CLR Threadpool 的内部机制

2024-06-12 18:32
文章标签 机制 内部 clr threadpool

本文主要是介绍CLR Threadpool 的内部机制,希望对大家解决编程问题提供一定的参考价值,需要的开发者们随着小编来一起学习吧!

转自:New and Improved CLR 4 Thread Pool Engine

A way to think of the CLR thread pool and how it gets used, e.g. when you call ThreadPool.QueueUserWorkItem, is to picture a global queue where work items (essentially delegates) get queued on a global queue and multiple threads pick them out in a First In First Out order. The FIFO order is not something that is documented or guaranteed, but my personal guess is that too many applications rely on it, so I don’t see it changing any time soon.

The image on the left shows the main program thread as it is creating a work item; the second image shows the global thread pool queue after code has queued 3 work items; the third image shows 2 threads from the thread pool that have grabbed 2 work items and executing them. If in the context of those work items (i.e. from the executing code in the delegates) more work items get created for the CLR thread pool they end up on the global queue (see image on the right) and life goes on.

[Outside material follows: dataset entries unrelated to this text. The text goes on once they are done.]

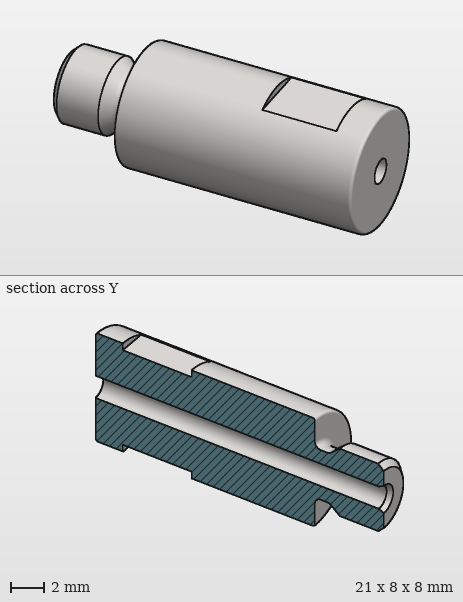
import cadquery as cq
import math

total_length = 21.0
spigot_length = 5.0
body_radius = 4.0
body_edge_fillet = 0.2

spigot_radius = 2.5
tip_chamfer = 0.4
undercut_radius = 1.85
undercut_start = 3.2
undercut_angle = math.radians(40)
undercut_fillet = 0.4

bore_radius = 0.8
countersink_radius = 1.0
countersink_half_angle = math.radians(30)

flat_start = 14.0
flat_length = 5.0
flat_half_width = 3.5


def turned_pin():
    """Revolve the half profile of spigot, undercut and body about the X axis."""
    cone_length = (spigot_radius - undercut_radius) / math.tan(undercut_angle)
    cone_end = undercut_start + cone_length
    tangent = undercut_fillet * math.tan(undercut_angle / 2)
    tangent_dx = tangent * math.cos(undercut_angle)
    tangent_dr = tangent * math.sin(undercut_angle)
    arc_end_x = cone_end + tangent
    arc_sweep = undercut_angle / 2
    arc_mid = (
        arc_end_x - undercut_fillet * math.sin(arc_sweep),
        undercut_radius + undercut_fillet * (1 - math.cos(arc_sweep)),
    )
    body_end_x = total_length - body_edge_fillet
    body_edge_radius = body_radius - body_edge_fillet

    profile = (
        cq.Workplane("XZ")
        .moveTo(0, 0)
        .lineTo(0, spigot_radius - tip_chamfer)
        .lineTo(tip_chamfer, spigot_radius)
        .lineTo(undercut_start, spigot_radius)
        .lineTo(cone_end - tangent_dx, undercut_radius + tangent_dr)
        .threePointArc(arc_mid, (arc_end_x, undercut_radius))
        .lineTo(spigot_length - undercut_fillet, undercut_radius)
        .radiusArc((spigot_length, undercut_radius + undercut_fillet), -undercut_fillet)
        .lineTo(spigot_length, body_edge_radius)
        .radiusArc((spigot_length + body_edge_fillet, body_radius), body_edge_fillet)
        .lineTo(body_end_x, body_radius)
        .radiusArc((total_length, body_edge_radius), body_edge_fillet)
        .lineTo(total_length, 0)
        .close()
    )
    return profile.revolve(360, (0, 0, 0), (1, 0, 0))


def bore():
    """Through hole along X with a countersunk mouth at the tip."""
    countersink_depth = (countersink_radius - bore_radius) / math.tan(countersink_half_angle)
    return (
        cq.Workplane("XZ")
        .moveTo(0, 0)
        .lineTo(0, countersink_radius)
        .lineTo(countersink_depth, bore_radius)
        .lineTo(total_length, bore_radius)
        .lineTo(total_length, 0)
        .close()
        .revolve(360, (0, 0, 0), (1, 0, 0))
    )


def flat_cutter(side):
    """Block that removes the body outside one flat; side is +1 or -1 along Z."""
    depth = body_radius - flat_half_width
    return cq.Workplane("XY").box(flat_length, 2 * body_radius, depth).translate(
        (flat_start + flat_length / 2, 0, side * (flat_half_width + depth / 2))
    )


result = turned_pin().cut(bore())
for side in (1, -1):
    result = result.cut(flat_cutter(side))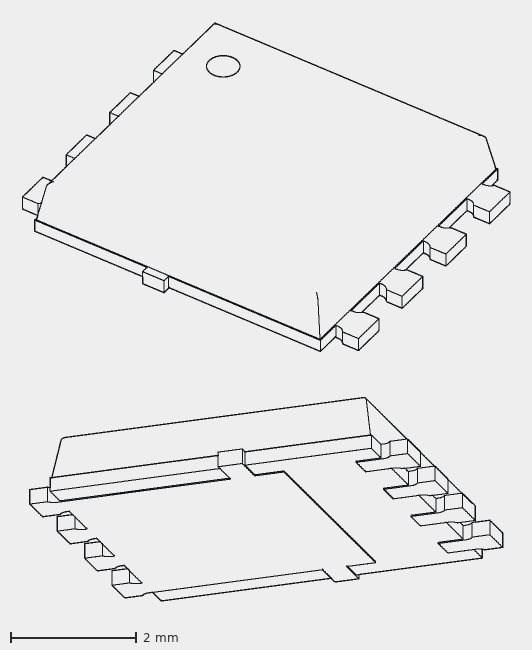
import cadquery as cq
import math

overall_length = 6.44
overall_width = 5.41
overall_height = 1.0

body_length = 5.475
body_width = 5.15
body_standoff = 0.02
draft_angle = 9.8
shoulder = 0.02
top_edge_radius = 0.1

frame_thickness = 0.25
lead_count = 4
lead_pitch = 1.27
lead_width = 0.6
neck_width = 0.445
neck_curve_length = 0.135
lead_head_length = 0.3
lead_inner_length = 0.91
tie_bar_width = 0.41
tie_bar_x = -0.38
pad_start_x = -1.08

mark_diameter = 0.535
mark_x = -1.85
mark_y = 1.55
mark_depth = 0.005

tip_x = overall_length / 2
lead_run_y = [(i - (lead_count - 1) / 2) * lead_pitch for i in range(lead_count)]
pad_width = (lead_count - 1) * lead_pitch + neck_width
neck_step = (lead_width - neck_width) / 2
neck_curve_radius = (neck_curve_length**2 + neck_step**2) / (2 * neck_step)


def make_body():
    """Straight base up to the leadframe top, then a drafted cover with a rounded rim."""
    base = (
        cq.Workplane("XY")
        .workplane(offset=body_standoff)
        .rect(body_length, body_width)
        .extrude(frame_thickness - body_standoff)
    )
    cover = (
        cq.Workplane("XY")
        .workplane(offset=frame_thickness)
        .rect(body_length - 2 * shoulder, body_width - 2 * shoulder)
        .extrude(overall_height - frame_thickness, taper=draft_angle)
        .faces(">Z")
        .edges()
        .fillet(top_edge_radius)
    )
    return base.union(cover)


def make_lead(y, inner_x):
    """Lead at the -X side: wide tip, concave rounded shoulders, then a neck to inner_x."""
    head_end_x = -tip_x + lead_head_length
    neck_start_x = head_end_x + neck_curve_length
    half_head = lead_width / 2
    half_neck = neck_width / 2
    half_sweep = math.asin(neck_curve_length / neck_curve_radius) / 2
    arc_mid_x = neck_start_x - neck_curve_radius * math.sin(half_sweep)
    arc_mid_y = half_neck + neck_curve_radius * (1 - math.cos(half_sweep))
    return (
        cq.Workplane("XY")
        .moveTo(-tip_x, -half_head)
        .lineTo(head_end_x, -half_head)
        .threePointArc((arc_mid_x, -arc_mid_y), (neck_start_x, -half_neck))
        .lineTo(inner_x, -half_neck)
        .lineTo(inner_x, half_neck)
        .lineTo(neck_start_x, half_neck)
        .threePointArc((arc_mid_x, arc_mid_y), (head_end_x, half_head))
        .lineTo(-tip_x, half_head)
        .close()
        .extrude(frame_thickness)
        .translate((0, y, 0))
    )


def make_leadframe():
    """Four separate leads at -X; a pad with tie bars and four joined leads at +X."""
    pad_end_x = body_length / 2
    pad = (
        cq.Workplane("XY")
        .center((pad_start_x + pad_end_x) / 2, 0)
        .rect(pad_end_x - pad_start_x, pad_width)
        .extrude(frame_thickness)
    )
    tie_bar = (
        cq.Workplane("XY")
        .center(tie_bar_x, 0)
        .rect(tie_bar_width, overall_width)
        .extrude(frame_thickness)
    )
    frame = pad.union(tie_bar)
    for y in lead_run_y:
        frame = frame.union(make_lead(y, -tip_x + lead_inner_length))
        frame = frame.union(make_lead(y, -pad_start_x).mirror("YZ"))
    return frame


def make_mark():
    """Shallow round pin 1 recess in the top face."""
    return (
        cq.Workplane("XY")
        .workplane(offset=overall_height - mark_depth)
        .center(mark_x, mark_y)
        .circle(mark_diameter / 2)
        .extrude(mark_depth)
    )


result = make_body().union(make_leadframe()).cut(make_mark())

CLR Thread Pool v4 from a System.Threading.Tasks perspective
In CLR 4, the thread pool engine has had some improvements made to it (it has been having positive tweaks in every release of the CLR) and part of these improvements are some performance gains that are achievable when using the new System.Threading.Tasks.Task type. I'll show a code example in another post, but you can think of creating and starting a Task (passing it a delegate) as the equivalent of calling QueueUserWorkItem on the ThreadPool. A way to visualize the CLR thread pool when used via the Task-based API is that, in addition to the single global queue, each thread in the thread pool has its own local queue:

Just as with normal thread pool usage, the main program thread may create Tasks that will get queued on the global queue (e.g. Task1 and Task2) and threads will grab those Tasks typically in a FIFO manner. Where things diverge is that any new Tasks (e.g. Task3) created in the context of the executing Task (e.g. Task2) end up on a local queue for that thread pool thread.

Why Local Queues
With the era of manycore machines upon us and devs taking advantage of parallelism, the number of threads in the thread pool is likely to increase: at a minimum equal to the number of cores for compute bound operations, and likely more due to injection of additional threads as a result of IO bound operations or blocking calls stalling the CPU. Bottom line: more cores = more threads.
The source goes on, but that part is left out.